Il disturbo ossessivo-compulsivo generalmente insorge in giovane età, intorno ai 20 anni, la maggior parte dei pazienti esordisce prima dei 25 anni. La prevalenza delle persone che soffriranno di questo disturbo nel corso della loro vita è del 2/3 %, e sembra essere presente anche una importante predisposizione familiare (l’ereditabilità è stimata intorno al 45%).

 

Esperienza e significati negli ossessivi

 

Andiamo ora ad approfondire come prende forma e su quali significati si articola la dimensione dell’esperienza dei pazienti ossessivi. Partiamo quindi dai loro pattern familiari, che spesso sembrano avere delle caratteristiche riconoscibili.

La famiglia in cui crescono gli ossessivi è spesso caratterizzata da genitori affettivamente freddi, sempre molto esigenti, senza essere emotivamente supportavi. In queste famiglie si ritrovano spesso aspetti educativi rigidi, che utilizzano a volte la violenza e l’umiliazione come metodi pedagogici, e che tendono a trattare i bambini come piccoli adulti. Nelle loro storie familiari è frequente un rapporto con le figure genitoriali caratterizzato da forte ambivalenza, con l’ evocazione di sentimenti contrastanti (come amore e odio, paura e rabbia, ammirazione e rancore), che, appunto per essere antitetici e simultanei, fanno fatica a prendere forma. La componente affettiva dell’accudimento è di regola  ‘mascherata’ da rigide regole educative e prescrizioni comportamentali (spesso incomprensibili agli occhi del bambino).

Un esempio letterario di queste modalità nell’atteggiamento genitoriale lo ritroviamo in alcune pagine di Kafka, quelle della “Lettera al padre”, scritto autobiografico del 1919, mai consegnata e pubblicata postuma nel 1952. In questo breve testo emergono aspetti salienti del suo rapporto con il genitore, come sentimenti di grande ambivalenza (amore/odio in termini di grande ammirazione e contemporaneamente rabbioso rancore per il suo modo di agire), uno schiacciante senso di inferiorità nei suoi confronti, un persistente timore di fondo per una punizione imminente, il dolore e la delusione per la mancanza di manifestazioni di affetto. “…I tuoi efficacissimi strumenti educativi, in campo oratorio, che , almeno con me, non hanno mai fallito, erano: ingiurie, minacce, ironia, risate sarcastiche e – strano a dirsi – autocommiserazione. (…)  Una volta di notte frignavo perché volevo un po’ d’acqua, certo non per sete, ma probabilmente in parte per farvi arrabbiare, in parte per divertirmi. Dopo che alcune severe minacce non erano servite a niente, mi prendesti dal letto, mi portasti sul ballatoio e mi ci lasciasti per un po’ , in camicia da notte, davanti alla porta chiusa … in seguito fui certo più arrendevole, ma ne riportai un danno interiore. Data la mia natura, non riuscii mai a stabilire il giusto nesso tra l’elemento per me ovvio del mio insensato chiedere l’acqua e quello eccezionalmente spaventoso dell’essere portato lì fuori”.

E’ una descrizione narrativa da cui emerge bene l’importante divario di significati tra la prospettiva di mondo del bambino (con la sua capricciosità e il voler richiamare l’attenzione degli adulti) e quella dell’adulto, con le sue rigide regole educative.

Il rapporto di Kafka con il padre, come emerge nelle descrizioni della “Lettera”, è paradigmatico della cifra educativa del genitore ossessivo.
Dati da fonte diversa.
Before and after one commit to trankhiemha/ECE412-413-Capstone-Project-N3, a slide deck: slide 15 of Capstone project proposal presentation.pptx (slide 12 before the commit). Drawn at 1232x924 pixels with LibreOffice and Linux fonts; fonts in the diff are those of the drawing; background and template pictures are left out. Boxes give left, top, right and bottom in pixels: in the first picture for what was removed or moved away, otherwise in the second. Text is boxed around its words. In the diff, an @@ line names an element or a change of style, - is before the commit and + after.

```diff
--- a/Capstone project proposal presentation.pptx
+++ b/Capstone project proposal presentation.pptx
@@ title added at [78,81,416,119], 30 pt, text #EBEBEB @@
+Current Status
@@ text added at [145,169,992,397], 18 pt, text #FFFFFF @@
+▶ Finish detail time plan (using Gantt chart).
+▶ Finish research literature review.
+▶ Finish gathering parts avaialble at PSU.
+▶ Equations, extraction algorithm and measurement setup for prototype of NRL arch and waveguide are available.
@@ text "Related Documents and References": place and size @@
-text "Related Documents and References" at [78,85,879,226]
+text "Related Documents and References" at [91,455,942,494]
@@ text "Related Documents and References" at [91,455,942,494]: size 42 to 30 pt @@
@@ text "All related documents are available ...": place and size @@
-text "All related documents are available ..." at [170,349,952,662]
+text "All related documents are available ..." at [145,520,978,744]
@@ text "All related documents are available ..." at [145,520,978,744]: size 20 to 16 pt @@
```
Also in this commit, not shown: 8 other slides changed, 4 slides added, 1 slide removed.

Questa infatti è caratterizzata da un rigido rigore educativo e da un’affettività fredda, mai empatica e comunque incapace di essere comprensiva del mondo dell’infanzia. Il bambino viene considerato non nelle sue peculiarità, ma come un adulto in miniatura. Le difficoltà del rapporto con il padre, in Kafka, le ritroviamo alla base di un profondo e onnipresente senso di colpa, non determinato da fatti reali ma profondamente radicato in termini emotivi. Ed è proprio quel vissuto di colpa, senza una attribuzione comprensibile di significati o una qualsivoglia spiegazione razionale, che in romanzi come il Processo troverà la sua espressione letteraria più matura. In questo testo, infatti, Joseph K., il protagonista, si ritroverà implicato in una schiacciante macchina processuale senza che riesca mai a venire a conoscenza dei capi d’accusa. Verrà infine condannato senza sapere mai i motivi originari delle accuse e delle sue responsabilità: è la colpa che si autolegittima. Il senso di colpa, radicato emotivamente, senza una qualsiasi spiegazione razionale, diventa un nucleo esistenziale centrale, che cristallizza l’intera esperienza del protagonista.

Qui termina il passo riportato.